Тонкий свист этот зазывает посетить остров, побродить по пустым переходам уснувших навсегда кораблей – там гуляет космический ветер, и звёзды светят сквозь прорехи в перекрытиях… Прорех на самом деле не так много. Древнему металлу ничего не делается. Но такой вот рекламный трюк. Все слетаются сюда, поёживаясь от ужаса и любопытства, как на египетские пирамиды, объясняют всё «чёртовым космосом, где вечно что-нибудь отвалится».
И ремонтный док Зака всегда полон кораблей всевозможных мастей. А остров полон железяк, разных синтетических механизмов и прочих штуковин – запчастей на любой спрос. Зак всякую свободную минуту запускает автономную электростанцию, садится на ржавую самоходку и отправляется в нескончаемые переходы механического лабиринта. Остров будто оживает. Включаются маленькие, плывущие впереди машины, светильники. В снопах белого света пляшет вековая пыль. Красиво…
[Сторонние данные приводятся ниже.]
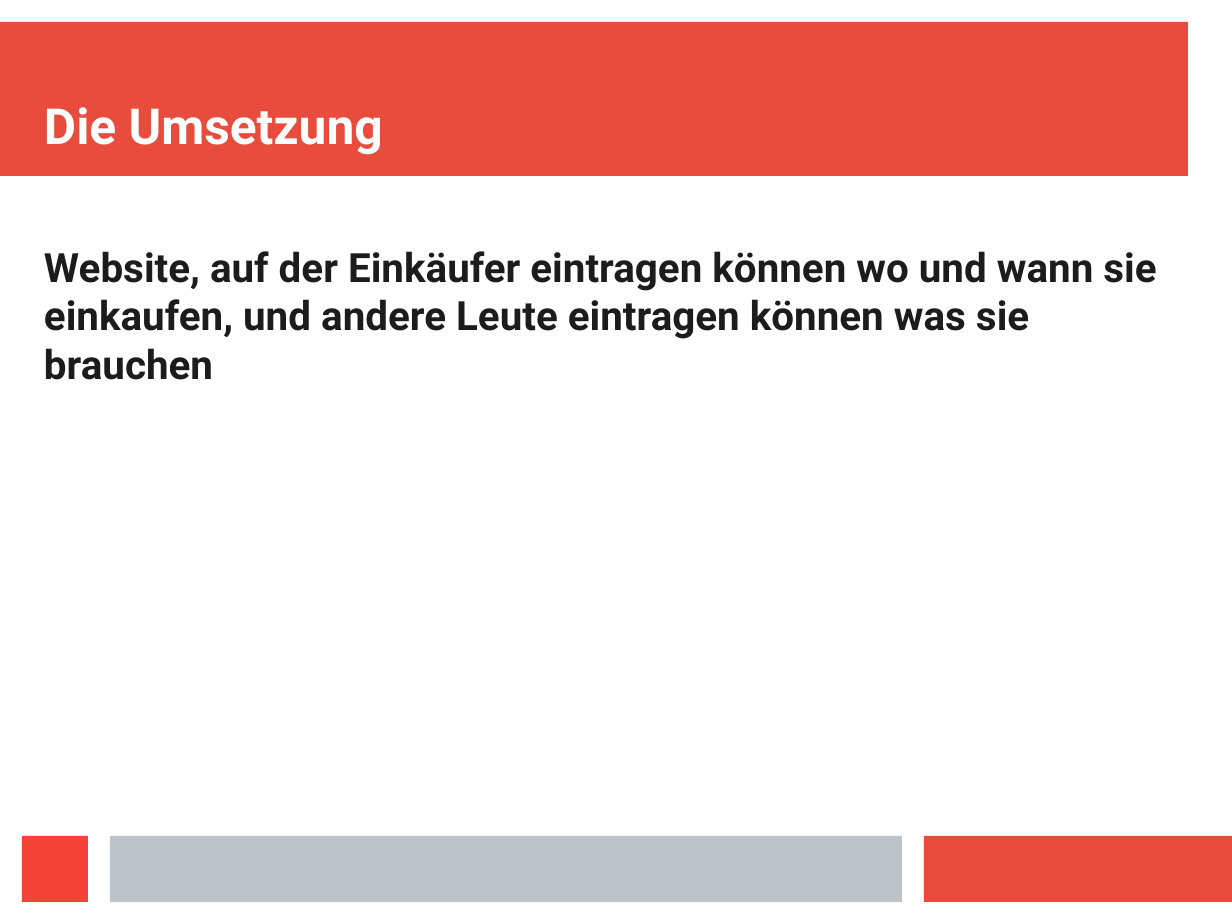
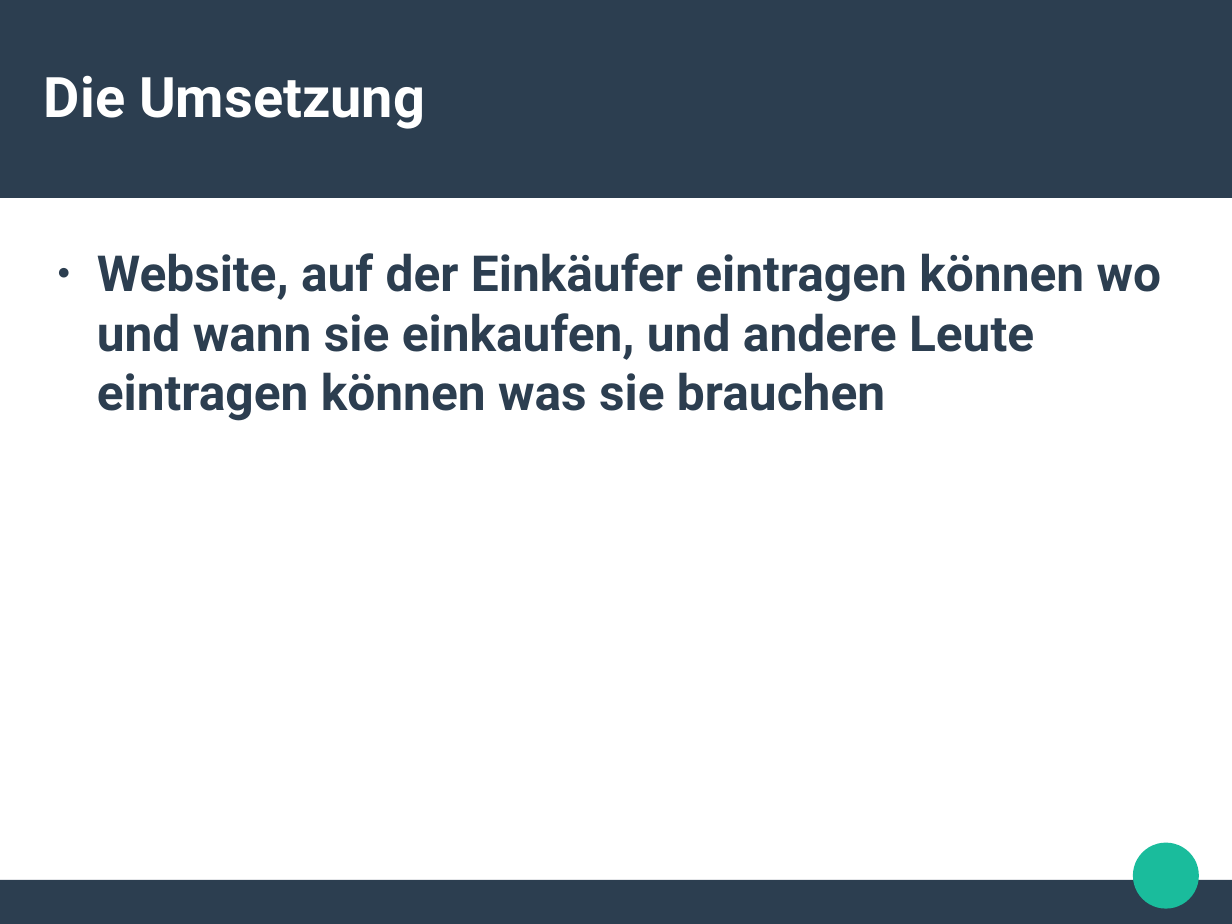
Before and after one commit to freiqu/Buy2gether, a slide deck: slide 4 of Praesentation.odp. Drawn at 1232x924 pixels with LibreOffice and Linux fonts; fonts in the diff are those of the drawing. Boxes give left, top, right and bottom in pixels: in the first picture for what was removed or moved away, otherwise in the second. Text is boxed around its words. In the diff, an @@ line names an element or a change of style, - is before the commit and + after.

```diff
--- a/Praesentation.odp
+++ b/Praesentation.odp
@@ rectangle: place and size @@
-rectangle at (0, 22, 1188, 177)
+rectangle at (0, 0, 1232, 198)
@@ rectangle at (0, 0, 1232, 198): fill #E74C3C to #2C3E50 @@
@@ title "Die Umsetzung": place and size @@
-title "Die Umsetzung" at (44, 107, 383, 155)
+title "Die Umsetzung" at (44, 75, 425, 129)
@@ title "Die Umsetzung" at (44, 75, 425, 129): size 32 to 36 pt; vertical alignment bottom to middle @@
@@ text "Website, auf der Einkäufer eintragen ..." at (97, 253, 1162, 421): size 26 to 32 pt, text colour #1C1C1C to #2C3E50; bullet none to ●; more space between paragraphs @@
@@ rectangle removed at (22, 836, 88, 902) @@
@@ rectangle removed at (110, 836, 902, 902) @@
@@ rectangle removed at (925, 836, 1232, 902) @@
@@ ellipse added at (1134, 843, 1200, 909), fill #1ABC9C @@
@@ rectangle added at (0, 880, 1232, 923), fill #2C3E50 @@
```
Also in this commit, not shown: 5 other slides changed, 1 other file.
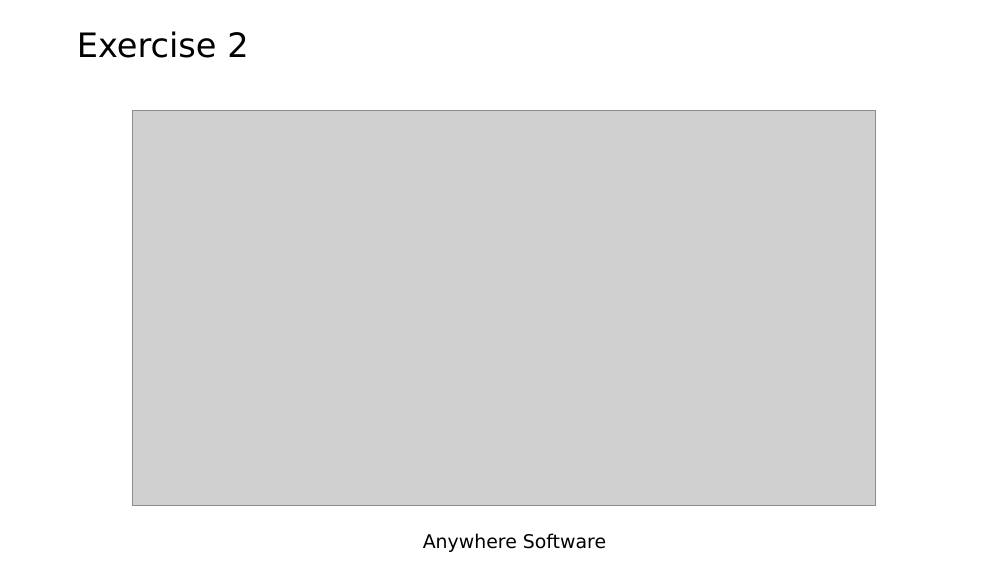
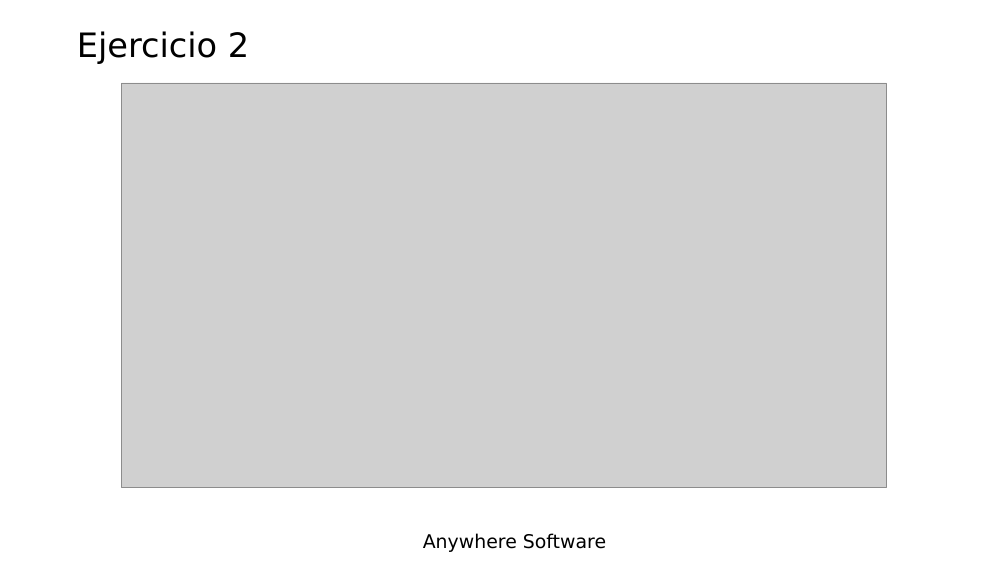
Before and after one commit to Lamashino/Teaching-B4J, a slide deck: slide 21 of Tema 5 - Diseñador/Tema 5 - Diseñador.pptx. Drawn at 1008x567 pixels with LibreOffice and Linux fonts; fonts in the diff are those of the drawing; grey boxes stand for pictures; background and template pictures are left out. Boxes give left, top, right and bottom in pixels: in the first picture for what was removed or moved away, otherwise in the second. Text is boxed around its words. In the diff, an @@ line names an element or a change of style, - is before the commit and + after.

```diff
--- a/Tema 5 - Diseñador/Tema 5 - Diseñador.pptx
+++ b/Tema 5 - Diseñador/Tema 5 - Diseñador.pptx
@@ title at (77,31,249,64): text changed @@
-Exercise 2
+Ejercicio 2
@@ picture: place and size @@
-picture at (133,110,876,505)
+picture at (122,83,886,487)
```
Also in this commit, not shown: 9 other slides changed, 10 slides added, 10 slides removed, 2 other files.

Все слушали, затаив дыхание. Всех было двое. Помощник капитана Крапивин Данил – высокий молчун в сером форменном комбезе, похожий то ли на серба, то ли на болгарина, волосы густые как щётка, черные, а виски седые. Говорит, это у него наследственное, отец в двадцать пять поседел. Но глаза при этом делаются тоскливые, потому что про аварию в космопорте на Лито вспоминать не хочется. Тогда взорвался многотонный заправщик, полыхнуло всё поле, семь звездолетов, два больших лайнера, настоящий ад. Это был самый первый рейс Крапивина. Пламя полыхало стеной, пожирало этаж за этажом здание космопорта. Все, кто могли передвигаться, вытаскивали тех, кого выхватывал взгляд в черноте задымленных переходов. Восторженность перед необъятностью и величием космоса, мечтательная улыбка, вечно блуждающая на лице, остались там, на Лито… Но все-таки Паша Лапин – их бортинженер, называл молчуна Крапивина мечтателем и казался полной противоположностью ему. Невысокий, ухватистый и ладный и к тому же просто удивительный болтун с насмешливым взглядом серо-голубых глаз. Крапивину от Лапина доставалось по полной, но почему-то от него все насмешки отскакивали как горох…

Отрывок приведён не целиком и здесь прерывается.